In fact, protections generally decrease or are simply eliminated from a pivotal age.

Example: reimbursement for permanent incapacity can be reduced by 80% from a certain age.

On the other hand, as with borrower insurance, exclusions may be due to the previous state of health of the insured.

Some contracts indeed require an exclusive causal link between the accident and the injury.

And the ACPR cites this refusal of compensation to a GAV client injured after a fall, on the grounds that he had undergone surgery on the same ankle 25 years earlier!

“These reasons for refusing coverage, of which the insured is not always aware when subscribing, raise questions about the interest of the contract for part of the target market

,” notes the Authority.

Imbalances between premiums collected and reimbursements paid

The ACPR calls for better consideration of customer interests and more rigorous monitoring of contracts through indicators such as the rate of refusal of coverage and the ratio of claims paid/premiums paid by customers.

The latter makes it possible to know the insurers' margin and to see if there is an imbalance between the premiums collected and the payments reimbursed.

Among insurance sectors, this ratio peaks at nearly 85% in home multi-risk, a sector where insurer margins are low and can fall to less than 20% in markets such as affinity insurance or credit insurance. to consumption.

It is rather close to 40% for GAV.

The ACPR refuses to establish a target ratio.

“However, we seek to identify contracts where the loss of value for the customer is high

,” indicates Grégoire Vuarlot, director of commercial practices control at the ACPR, criticizing during the conference

“contracts where over €10 in contributions , only €2, or even less, is used to compensate customers.”

“When a category of (insurance) policies is associated with very few claims, and the claims-to-premium ratio is very low, as observed for certain products, with rates of 5 to 20 %, we cannot avoid the question of the legitimacy of certain guarantees, in foresight, or in borrower insurance for short-term consumer loans.”

Jean-Paul Faugère, vice-president of the ACPR

" In for money "

To brandish this threat, the ACPR relies on the 2016 European insurance distribution directive and Value for money.

So called by the European institutions, this concept consists of knowing whether, by subscribing to a financial or insurance product, the customer is getting “value for money”.

In France, the ACPR first launched this paving stone into the pond of life insurance contracts, in order to question the interest of units of account whose returns may be low in relation to the fees charged.

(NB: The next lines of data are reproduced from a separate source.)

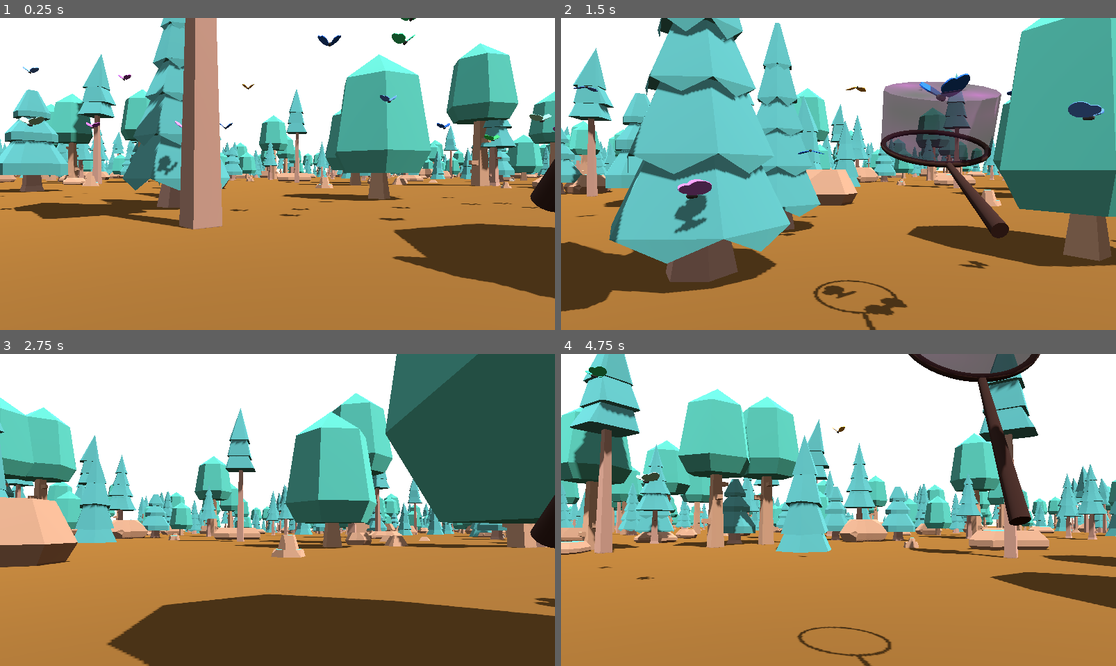
Above: before the commit, frames 1-4 (two rows, left to right).
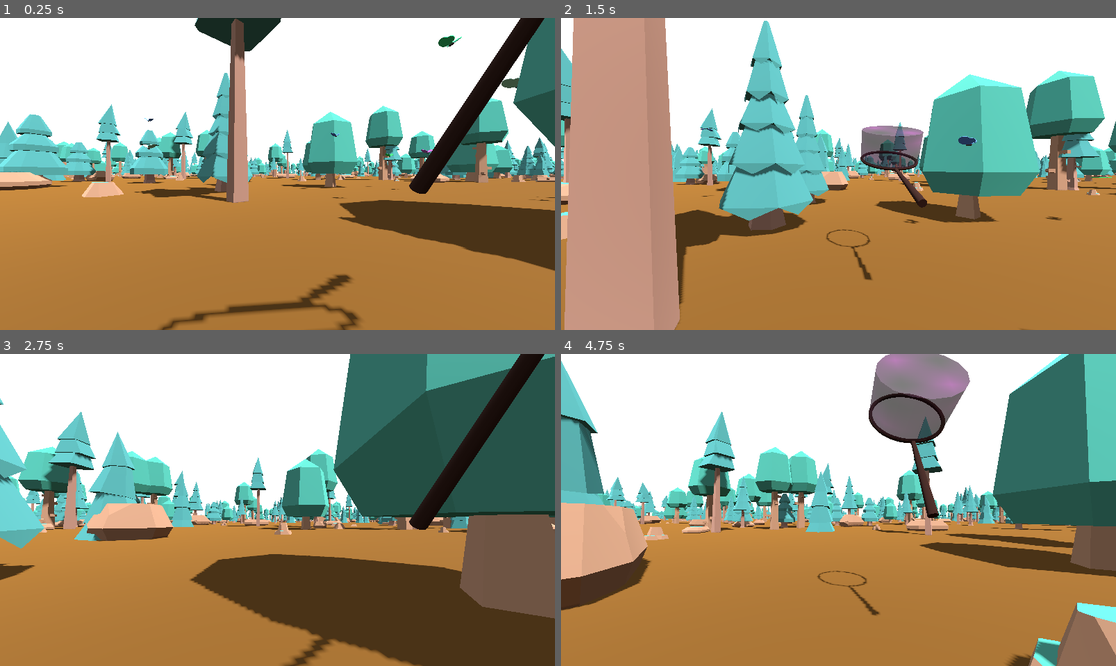
Above: after the commit, the same moments.

Repository: kmooney/ldj58
Game: Godot game, scene res://root.tscn
The game is run twice, just before and just after one commit, with the same random seed, the same clock (stepped at 60 frames per second) and the same inputs.
Inputs (mouse positions are in pixels of both pictures, inside the frame that each line leads up to):
- Up to frame 1 (0.25 s): no input
- Up to frame 2 (1.5 s): move the mouse to (866, 174) at 0.52 s; hold Shift (running) 0.53-1.28 s; hold W (up) from 0.53 s (still down); tap Space (jump) at 0.77, 1.07 s; move the mouse to (810, 174) at 1.27 s; click (810, 174) at 1.35 s
- Up to frame 3 (2.75 s): keep holding W (up); tap Space (jump) at 1.52, 1.82 s; move the mouse to (288, 503) at 2.02 s; hold Shift (running) from 2.03 s (still down)
- Up to frame 4 (4.75 s): keep holding W (up); move the mouse to (832, 516) at 2.77 s; release Shift (running) at 2.78 s; click (832, 516) at 2.85 s; tap Space (jump) at 3.02, 3.32, 3.77, 4.07, 4.52 s; move the mouse to (877, 513) at 3.52 s; hold Shift (running) 3.53-4.28 s; move the mouse to (794, 506) at 4.27 s; click (794, 506) at 4.35 s

The runs differ from the first frame. In frame 1, 43% of the frame differs, in the area x 0-100%, y 0-100%; in frame 2, 60%; in frame 3, 46%; in frame 4, 52%.

Commit message:
use fullscreen for debug; increase camera fov

Diff:
--- a/forest_generator.gd
+++ b/forest_generator.gd
@@ -24,6 +24,7 @@
 	glb_instance.owner = static_body
 	static_body.add_child(collision)
 	collision.owner = static_body
+
 	var packed_scene = PackedScene.new()
 	packed_scene.pack(static_body)
 	return packed_scene
--- a/project.godot
+++ b/project.godot
@@ -14,6 +14,12 @@
 run/main_scene="uid://vlmt1iuc45ki"
 config/features=PackedStringArray("4.5", "Forward Plus")
 config/icon="res://icon.svg"
+
+[display]
+
+window/size/mode=3
+window/size/initial_position_type=3
+window/size/borderless=true
 
 [input]
 
--- a/root.tscn
+++ b/root.tscn
@@ -59,6 +59,7 @@
 
 [node name="ButterflySpawner" type="Node3D" parent="."]
 script = ExtResource("10_spawner")
+max_butterflies = 30
 
 [node name="Player" type="CharacterBody3D" parent="."]
 script = ExtResource("7_bf3um")
@@ -69,7 +70,7 @@
 [node name="Camera3D" type="Camera3D" parent="Player"]
 transform = Transform3D(1, 0, 0, 0, 1, 0, 0, 0, 1, 0, 1.1, 0)
 environment = SubResource("Environment_huihk")
-fov = 47.4
+fov = 80.2
 near = 0.008
 
 [node name="NetArm" type="Node3D" parent="Player/Camera3D"]

From now on, the Authority intends to broaden the application of this concept to “non-life” insurance, namely all property and casualty insurance and even GAV.

In his introductory speech to the morning, ACPR Vice-President Jean-Paul Faugère recalled that in life insurance as in property insurance, the client's interests must remain at the center of concerns.

This interest, he insisted, must be verified

“throughout the life of the product, with objective indicators, such as the claims/premiums ratio, the complaint and termination rates, the rate of refusal to take. in charge… "

.

So far, the threat has not been followed up on.

But the ACPR could take action and put pressure on these contracts, as it did recently with affinity insurance, by prohibiting the marketing of Indexia (formerly Sfam) contracts.